Required work:
There is one span to output from the data below: the lines starting at the line with "Moving pegs (new" and ending at the line with "Co-Authored-By: Claude Opus". Output it exactly, ends included, nothing more.

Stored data
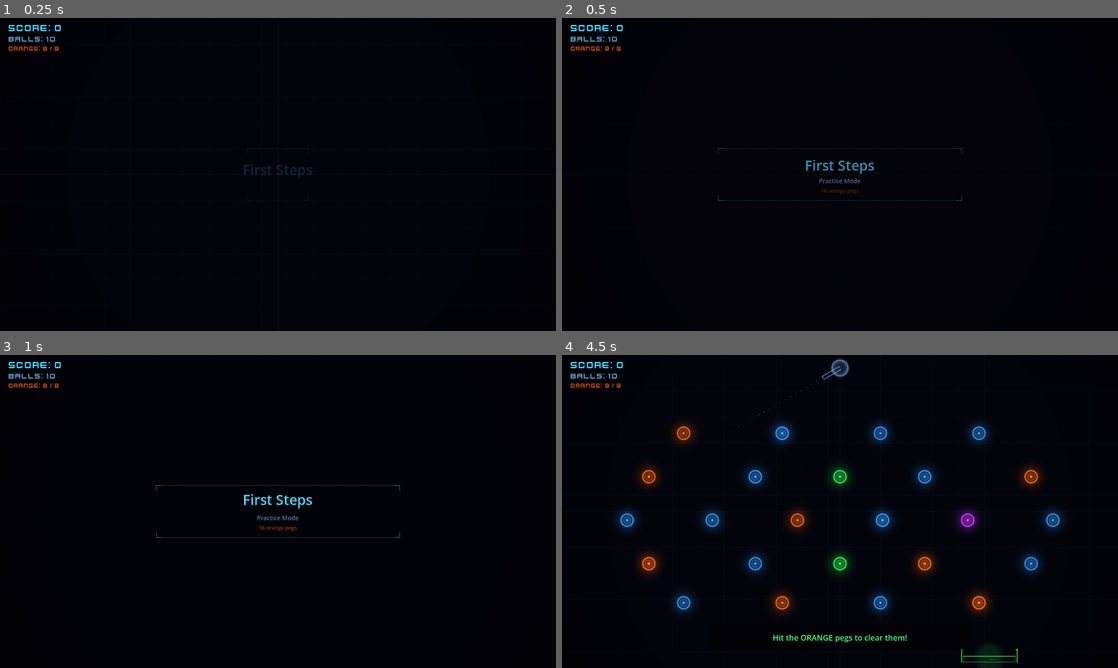
Above: before the commit, frames 1-4 (two rows, left to right).
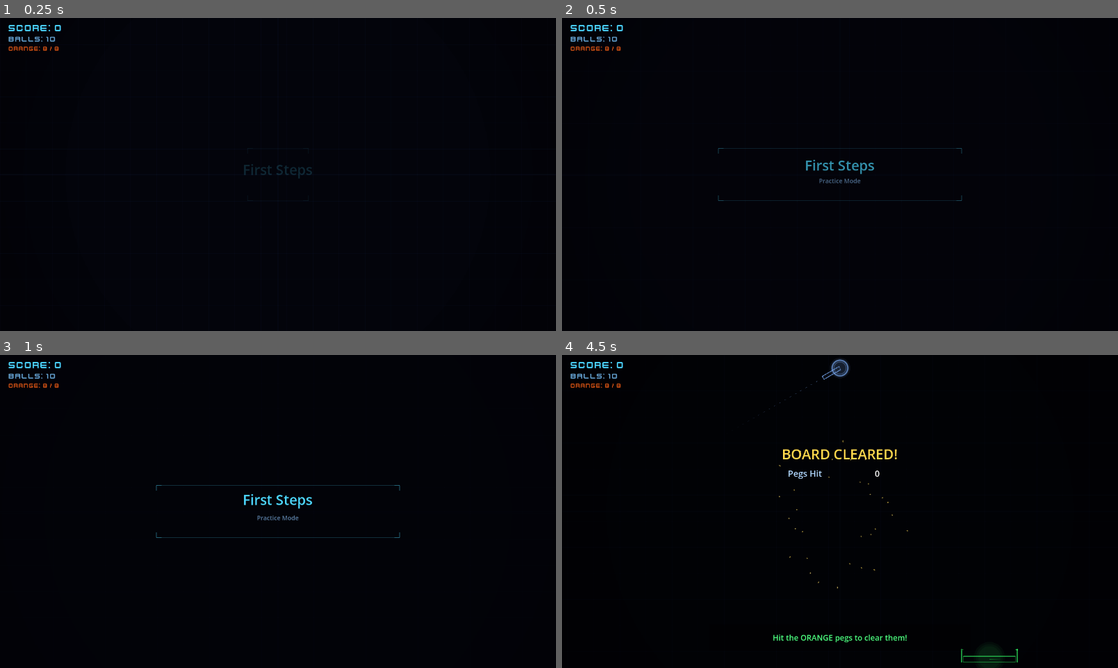
Above: after the commit, the same moments.

Repository: heliacode/poggles
Game: Godot game, scene res://scenes/game.tscn
Two runs of this game, one before a commit and one after it. Both use one fixed random seed, a clock stepped at 60 frames per second and the inputs below. This scene is started directly instead of the project's main scene.
Inputs (mouse positions are in pixels of both pictures, inside the frame that each line leads up to):
- Up to frame 1 (0.25 s): no input
- Up to frame 2 (0.5 s): no input
- Up to frame 3 (1 s): tap Enter at 0.5, 0.6 s; move the mouse to (400, 495) at 0.52 s; hold Right from 0.53 s (still down); click (400, 495) at 0.67 s; tap Space at 0.77 s
- Up to frame 4 (4.5 s): tap Space at 1.25, 1.52, 3.02, 3.77 s; move the mouse to (728, 527) at 1.27 s; release Right at 1.28 s; hold Left 1.28-2.03 s; tap Enter at 1.35, 2, 2.1, 2.75, 2.85, 3.6, 4.35 s; move the mouse to (895, 442) at 2.02 s; hold Right 2.03-3.53 s; move the mouse to (812, 574) at 2.77 s; click (812, 574) at 2.92 s; move the mouse to (1006, 558) at 3.52 s; hold Left from 3.53 s (still down); move the mouse to (673, 464) at 4.27 s

Frame 1 is identical in both runs. In frame 2, less than 0.1% of the frame differs, in the area x 46-54%, y 54-57%; in frame 3, less than 0.1%; in frame 4, 6.3%, in the area x 9-91%, y 18-84%.
Error before the commit: Invalid assignment of property or key 'visible' with value of type 'bool' on a base object of type 'null instance'. (res://scripts/game_manager.gd:153)
Error after the commit: Parse Error: Cannot infer the type of "trail_offset" variable because the value doesn't have a set type. (res://scripts/peg.gd:279)

Commit message:
Add debug quick-start hotkeys and moving peg special type
Debug (F1-F6 on main menu):
- F1: Quick board, F2: Quick shop (100 coins), F3: Quick event
- F4: Quick boss, F5: Late game (Act 3), F6: Route map
- Each skips character select and act intro for fast testing

Moving pegs (new special type):
- Teal color, horizontal patrol ±60px from origin at 70px/s
- Uses constant_linear_velocity for correct ball bounce physics
- Stops moving when hit ("pinned" effect with particle burst)
- Path line and direction arrow visuals, stays fixed in world space
- Distribution: Act 1: 0, Act 2: 1-2, Act 3: 2-3, Boss: +1

Co-Authored-By: Claude Opus 4.6 <noreply@anthropic.com>

Diff:
--- a/autoloads/game_config.gd
+++ b/autoloads/game_config.gd
@@ -101,6 +101,7 @@
 	"multiplier": Color(1.0, 0.85, 0.0),
 	"chain": Color(0.0, 1.0, 1.0),
 	"gravity": Color(0.6, 0.2, 0.9),
+	"moving": Color(0.0, 0.9, 0.7),
 }
 
 const BOMB_RADIUS := 120.0
@@ -110,3 +111,5 @@
 const GRAVITY_WELL_RADIUS := 180.0
 const GRAVITY_WELL_FORCE := 8000.0
 const GRAVITY_WELL_MAX_ACCEL := 200.0
+const MOVING_PEG_SPEED := 70.0
+const MOVING_PEG_RANGE := 60.0  # ±60px patrol from start position
--- a/scripts/board_generator.gd
+++ b/scripts/board_generator.gd
@@ -308,6 +308,7 @@
 	var multiplier_count := 0
 	var chain_count := 0
 	var gravity_count := 0
+	var moving_count := 0
 
 	match act:
 		1:
@@ -318,17 +319,20 @@
 			armored_count = 2
 			multiplier_count = 1
 			chain_count = 1
+			moving_count = 1
 		3:
 			bomb_count = 2
 			armored_count = 3
 			multiplier_count = 1
 			chain_count = 2
 			gravity_count = 1
+			moving_count = 2
 
 	if is_boss:
 		bomb_count += 1
 		armored_count += 2
 		gravity_count += 1
+		moving_count += 1
 
 	# Collect indices of blue pegs (specials go on blue pegs only, not orange/green/purple)
 	var blue_indices: Array[int] = []
@@ -351,6 +355,7 @@
 	assignments.append({"type": "multiplier", "count": multiplier_count})
 	assignments.append({"type": "chain", "count": chain_count})
 	assignments.append({"type": "gravity", "count": gravity_count})
+	assignments.append({"type": "moving", "count": moving_count})
 
 	for assignment in assignments:
 		var stype: String = assignment["type"]
--- a/scripts/main_menu.gd
+++ b/scripts/main_menu.gd
@@ -77,6 +77,42 @@
 		var stats_size := font.get_string_size(stats, HORIZONTAL_ALIGNMENT_CENTER, -1, 12)
 		draw_string(font, Vector2(center_x - stats_size.x / 2.0, 690), stats, HORIZONTAL_ALIGNMENT_LEFT, -1, 12, Color(0.4, 0.5, 0.7, 0.4 * stats_t))
 
+	# Debug hotkey hint (bottom-right, very dim)
+	var debug_hint := "F1-F6: Debug"
+	var hint_size := font.get_string_size(debug_hint, HORIZONTAL_ALIGNMENT_LEFT, -1, 11)
+	draw_string(font, Vector2(vp.x - hint_size.x - 8, vp.y - 8), debug_hint, HORIZONTAL_ALIGNMENT_LEFT, -1, 11, Color(1.0, 1.0, 1.0, 0.15))
+
+func _input(event: InputEvent) -> void:
+	if not event is InputEventKey or not event.pressed or event.echo:
+		return
+	match event.keycode:
+		KEY_F1:  # Quick Board — jump to Act 1 gameplay
+			_debug_start_run()
+			SceneManager.change_scene(GameConfig.GAMEPLAY_SCENE_PATH)
+		KEY_F2:  # Quick Shop — 100 coins, jump to shop
+			_debug_start_run()
+			RunState.coins = 100
+			SceneManager.go_to_shop()
+		KEY_F3:  # Quick Event — jump to event screen
+			_debug_start_run()
+			SceneManager.go_to_event()
+		KEY_F4:  # Quick Boss — boss board, jump to gameplay
+			_debug_start_run()
+			RunState.current_board_index = 4
+			SceneManager.change_scene(GameConfig.GAMEPLAY_SCENE_PATH)
+		KEY_F5:  # Quick Late Game — Act 3 Board 2 (has moving pegs)
+			_debug_start_run()
+			RunState.current_act = 3
+			RunState.current_board_index = 2
+			SceneManager.change_scene(GameConfig.GAMEPLAY_SCENE_PATH)
+		KEY_F6:  # Quick Route Map — jump to route map
+			_debug_start_run()
+			SceneManager.go_to_route_map()
+
+func _debug_start_run() -> void:
+	CharacterManager.select_character("orbie")
+	RunState.start_new_run()
+
 func _on_new_run_pressed() -> void:
 	SceneManager.go_to_character_select()
 
--- a/scripts/peg.gd
+++ b/scripts/peg.gd
@@ -14,6 +14,9 @@
 var _armor_hits := 0
 var _bolt_rng_offset := 0.0
 var _anticipation := 0.0
+var _move_origin := Vector2.ZERO
+var _move_time := 0.0
+var _moving := false
 
 var _glow_sprite: ColorRect
 var _glow_material: ShaderMaterial
@@ -30,6 +33,10 @@
 	if has_node("Sprite"):
 		$Sprite.visible = false
 	_setup_glow()
+	if special_type == "moving":
+		_moving = true
+		_move_origin = position
+		_move_time = randf() * TAU  # Random phase so they don't all sync
 
 func _setup_glow() -> void:
 	var shader := load("res://shaders/peg_glow.gdshader")
@@ -47,6 +54,16 @@
 	_glow_sprite.mouse_filter = Control.MOUSE_FILTER_IGNORE
 	_glow_sprite.z_index = -1
 	add_child(_glow_sprite)
+
+func _physics_process(delta: float) -> void:
+	if _moving and not _hit:
+		_move_time += delta * 2.0  # Controls speed of oscillation
+		var offset := sin(_move_time) * GameConfig.MOVING_PEG_RANGE
+		position.x = _move_origin.x + offset
+		# Set constant_linear_velocity so ball bounces correctly off the moving surface
+		constant_linear_velocity = Vector2(cos(_move_time) * 2.0 * GameConfig.MOVING_PEG_RANGE, 0)
+	elif _moving and _hit:
+		constant_linear_velocity = Vector2.ZERO
 
 func set_anticipation(val: float) -> void:
 	_anticipation = val
@@ -156,6 +173,7 @@
 		"multiplier": _draw_multiplier(ring_alpha, pulse)
 		"chain": _draw_chain(ring_alpha)
 		"gravity": _draw_gravity(ring_alpha)
+		"moving": _draw_moving(ring_alpha, pulse)
 
 func _draw_bomb(ring_alpha: float, pulse: float) -> void:
 	var bc := GameConfig.SPECIAL_PEG_COLORS["bomb"]
@@ -239,6 +257,29 @@
 		if i % 2 == 0:
 			draw_arc(Vector2.ZERO, GameConfig.PEG_RADIUS + 8, a, a + TAU / 24.0, 4, Color(vc.r, vc.g, vc.b, 0.2 + sin(_pulse) * 0.1), 1.0, true)
 
+func _draw_moving(ring_alpha: float, pulse: float) -> void:
+	var mc := GameConfig.SPECIAL_PEG_COLORS["moving"]
+	# Offset to account for current movement (draw path relative to origin, not moving peg)
+	var cur_offset := position.x - _move_origin.x if _moving else 0.0
+	# Ghost path line showing patrol range (stays fixed in world space)
+	var path_alpha := 0.15 + sin(_pulse) * 0.05
+	draw_line(Vector2(-GameConfig.MOVING_PEG_RANGE - cur_offset, 0), Vector2(GameConfig.MOVING_PEG_RANGE - cur_offset, 0), Color(mc.r, mc.g, mc.b, path_alpha), 1.0)
+	# Small endpoint dots
+	draw_circle(Vector2(-GameConfig.MOVING_PEG_RANGE - cur_offset, 0), 2.0, Color(mc.r, mc.g, mc.b, path_alpha * 0.7))
+	draw_circle(Vector2(GameConfig.MOVING_PEG_RANGE - cur_offset, 0), 2.0, Color(mc.r, mc.g, mc.b, path_alpha * 0.7))
+	# Direction arrow (shows current movement direction)
+	var dir_x := cos(_move_time) * 8.0
+	var arrow_tip := Vector2(dir_x, 0)
+	var arrow_back_l := Vector2(dir_x - sign(dir_x) * 4.0, -3.0)
+	var arrow_back_r := Vector2(dir_x - sign(dir_x) * 4.0, 3.0)
+	draw_line(arrow_tip, arrow_back_l, Color(mc.r, mc.g, mc.b, 0.5), 1.5)
+	draw_line(arrow_tip, arrow_back_r, Color(mc.r, mc.g, mc.b, 0.5), 1.5)
+	# Motion trail lines
+	for i in range(3):
+		var trail_offset := -sign(cos(_move_time)) * (float(i + 1) * 5.0)
+		var trail_alpha := 0.2 - float(i) * 0.06
+		draw_line(Vector2(trail_offset, -GameConfig.PEG_RADIUS * 0.5), Vector2(trail_offset, GameConfig.PEG_RADIUS * 0.5), Color(mc.r, mc.g, mc.b, trail_alpha), 1.0)
+
 func _setup_collision() -> void:
 	var shape := CircleShape2D.new()
 	shape.radius = GameConfig.PEG_RADIUS
@@ -266,6 +307,9 @@
 		return
 
 	_hit = true
+	if _moving:
+		_moving = false
+		constant_linear_velocity = Vector2.ZERO
 	_hit_flash = 1.0
 	_color = GameConfig.PEG_HIT_COLORS.get(peg_type, Color.WHITE)
 
@@ -274,6 +318,7 @@
 		"chain": _spawn_chain_particles()
 		"gravity": _spawn_gravity_particles()
 		"multiplier": _spawn_multiplier_particles()
+		"moving": _spawn_moving_particles()
 		_: _spawn_hit_particles()
 
 	peg_hit.emit(self)
@@ -342,6 +387,18 @@
 		add_child(spark)
 	_spawn_hit_particles()
 
+func _spawn_moving_particles() -> void:
+	var mc := GameConfig.SPECIAL_PEG_COLORS["moving"]
+	# Satisfying "pinned" effect - sparks fly in the direction of movement
+	for i in range(10):
+		var spark := _NeonSpark.new()
+		spark._color = mc
+		spark._angle = randf_range(-0.5, 0.5)  # Mostly forward
+		spark._speed = randf_range(100, 200)
+		spark._lifetime = 0.4
+		add_child(spark)
+	_spawn_hit_particles()
+
 func _spawn_armor_shards() -> void:
 	var ac := GameConfig.SPECIAL_PEG_COLORS["armored"]
 	for i in range(6):

Response area:
Moving pegs (new special type):
- Teal color, horizontal patrol ±60px from origin at 70px/s
- Uses constant_linear_velocity for correct ball bounce physics
- Stops moving when hit ("pinned" effect with particle burst)
- Path line and direction arrow visuals, stays fixed in world space
- Distribution: Act 1: 0, Act 2: 1-2, Act 3: 2-3, Boss: +1

Co-Authored-By: Claude Opus 4.6 <noreply@anthropic.com>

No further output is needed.